Nine-tenths of the objections that were brought against vaccination in the sixties and seventies are no longer valid today. At that time, as every intelligent man knows, it was still impossible to guard against the contamination of vaccines. On the one hand, they might contain impurities derived from the body of the human being or animal from which they were taken--for example, the germs of tuberculosis, tetanus or hydrophobia. And on the other hand, there was grave risk of polluting them in transmission or during inoculation, thus producing so-called blood poisoning.

But both dangers are now reduced to next to nothing. On the one hand it is possible to make sure that the laboratory calf is free from tuberculosis, tetanus and all other such infectious diseases, and on the other hand it is possible to perform the operation of inoculation under absolutely aseptic conditions. And not only is this possible, but it is actually done daily. The huge vaccination scars of 40 or 50 years ago--mute evidence of unclean surgery--are now encountered very seldom. An authentic case of tuberculosis following competent vaccination is almost as rare as an authentic case of delirium tremens. In brief, the business of getting vaccinated, provided the attending surgeon be decently equipped for his work, is now little more dangerous than the business of getting shaved.

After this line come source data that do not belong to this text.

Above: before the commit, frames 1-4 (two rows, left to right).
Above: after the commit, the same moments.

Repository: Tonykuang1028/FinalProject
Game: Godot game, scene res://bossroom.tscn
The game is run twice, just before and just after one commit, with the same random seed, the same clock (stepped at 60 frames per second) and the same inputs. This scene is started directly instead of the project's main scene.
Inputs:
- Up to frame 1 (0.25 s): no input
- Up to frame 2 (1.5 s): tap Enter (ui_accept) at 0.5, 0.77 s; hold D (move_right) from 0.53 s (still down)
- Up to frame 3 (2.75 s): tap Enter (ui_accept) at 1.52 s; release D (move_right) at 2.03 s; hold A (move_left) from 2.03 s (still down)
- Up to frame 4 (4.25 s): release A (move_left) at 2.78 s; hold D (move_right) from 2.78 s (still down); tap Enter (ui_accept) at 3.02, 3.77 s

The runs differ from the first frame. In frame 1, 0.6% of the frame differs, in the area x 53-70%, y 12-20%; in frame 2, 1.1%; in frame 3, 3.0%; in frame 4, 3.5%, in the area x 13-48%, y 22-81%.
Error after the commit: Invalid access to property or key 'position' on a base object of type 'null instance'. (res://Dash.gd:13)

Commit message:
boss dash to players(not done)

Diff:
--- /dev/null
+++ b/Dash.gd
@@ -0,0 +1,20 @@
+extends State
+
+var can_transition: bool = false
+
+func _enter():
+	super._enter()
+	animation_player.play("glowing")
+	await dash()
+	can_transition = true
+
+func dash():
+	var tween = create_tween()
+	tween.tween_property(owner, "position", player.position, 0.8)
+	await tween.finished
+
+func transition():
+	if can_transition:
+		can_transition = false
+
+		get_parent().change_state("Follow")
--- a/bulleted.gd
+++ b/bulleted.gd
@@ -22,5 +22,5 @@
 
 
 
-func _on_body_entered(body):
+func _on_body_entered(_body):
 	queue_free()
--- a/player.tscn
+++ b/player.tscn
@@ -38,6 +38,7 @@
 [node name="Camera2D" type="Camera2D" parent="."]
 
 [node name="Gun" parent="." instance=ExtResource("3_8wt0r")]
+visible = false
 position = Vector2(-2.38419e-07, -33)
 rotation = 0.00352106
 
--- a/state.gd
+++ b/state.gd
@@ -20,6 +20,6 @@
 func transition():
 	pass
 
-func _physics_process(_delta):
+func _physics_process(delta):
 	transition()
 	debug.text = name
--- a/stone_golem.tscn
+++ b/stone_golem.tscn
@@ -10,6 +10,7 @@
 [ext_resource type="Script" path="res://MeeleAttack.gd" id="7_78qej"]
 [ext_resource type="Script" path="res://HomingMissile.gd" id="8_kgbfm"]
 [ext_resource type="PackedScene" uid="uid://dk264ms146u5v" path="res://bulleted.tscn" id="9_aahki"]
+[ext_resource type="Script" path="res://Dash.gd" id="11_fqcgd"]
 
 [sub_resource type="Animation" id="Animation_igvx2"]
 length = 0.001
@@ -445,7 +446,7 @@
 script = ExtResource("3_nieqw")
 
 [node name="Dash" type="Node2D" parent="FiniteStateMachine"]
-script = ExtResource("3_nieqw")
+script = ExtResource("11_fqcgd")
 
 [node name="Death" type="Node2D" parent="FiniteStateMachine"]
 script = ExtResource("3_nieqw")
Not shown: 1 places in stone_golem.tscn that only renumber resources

For this benign advance the human race owes its thanks and respect to a long line of earnest and inspired men, and particularly to Joseph Lister and Emil Pasteur. It was their patient experimentation, their long, tedious work in the laboratory, that made aseptic surgery possible. Not only must we thank them for the improvements made in vaccination against smallpox, but also for our growing control of other and even worse infectious diseases, and for the phenomenal advances in surgery in our time. As a direct result of their labors the death rate throughout civilization has been reduced fully 40 per cent. and the average span of human life has been lengthened more than five years.

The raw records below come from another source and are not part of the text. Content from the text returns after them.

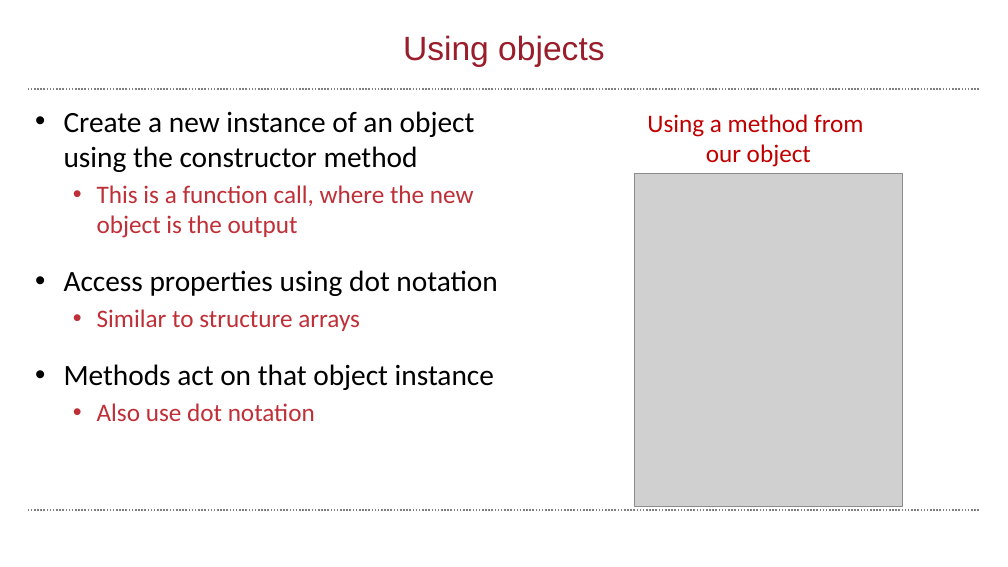
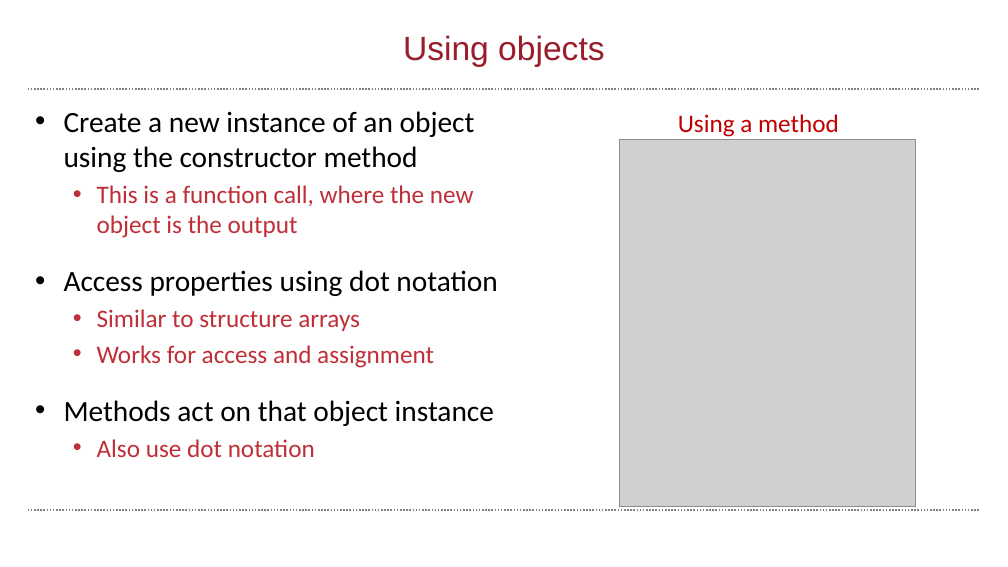
Before and after one commit to wbif-bristol/MATLAB-course, a slide deck: slide 70 of Session 3 - Advanced data structures/MATLAB Session 3.pptx (slide 64 before the commit). Drawn at 1008x567 pixels with LibreOffice and Linux fonts; fonts in the diff are those of the drawing; grey boxes stand for pictures; background and template pictures are left out. Boxes give left, top, right and bottom in pixels: in the first picture for what was removed or moved away, otherwise in the second. Text is boxed around its words. In the diff, an @@ line names an element or a change of style, - is before the commit and + after.

```diff
--- a/Session 3 - Advanced data structures/MATLAB Session 3.pptx
+++ b/Session 3 - Advanced data structures/MATLAB Session 3.pptx
@@ text at [678, 114, 839, 137]: text changed @@
-Using a method from
-our object
+Using a method
@@ picture: place and size @@
-picture at [634, 174, 903, 507]
+picture at [619, 139, 916, 507]
@@ text at [97, 345, 434, 368]: paragraph added @@
+  • Works for access and assignment
```
Also in this commit, not shown: 4 other slides changed, 10 slides added, 1 slide removed, 2 other files.

But Lister and Pasteur get no grateful acknowledgments from medical freedomists. On the contrary, it is the chief effort of these grotesque believers of balderdash to deny and revile them. I do not say that Dr. Blessing himself is donkey enough to do it, but I do say that many fellow-members of his lodge are at it constantly, and that he encourages them to it by joining them in an ignorant and ridiculous war upon vaccination. He is, as he informs us, a graduate of the University of Maryland School of Medicine. Let him go back to that school and ask its professors what they think of his association with the Christian Scientists, anti-vivisectionists, osteopaths, chiropractors, Perunists, vegetarians and other such mountebanks of medical freedom. Let him find a single university professor or student who is on the side of that absurd and lying bunch, and I shall very gladly kiss his hand.

If Dr. Blessing has any actual evidence against vaccination, his alma mater is the place to present it. There he will find men capable of judging it intelligently, and what is more, men willing to hear it patiently. If he has discovered sound objections to the operation, they will be given due consideration and he will go down into history as a respectable contributor to the progress of medicine. But he is not going to accomplish anything of value, either to himself or to the world, by allying himself with a camorra of bonesetters, masseurs, Eddyites, patent-medicine sellers, herb doctors and screaming old maids. He is not going to get any attention from intelligent folks so long as he adorns the League for Medical Freedom.

Somehow a body don’t hardly hear nothing no more about trying them stuffers no more.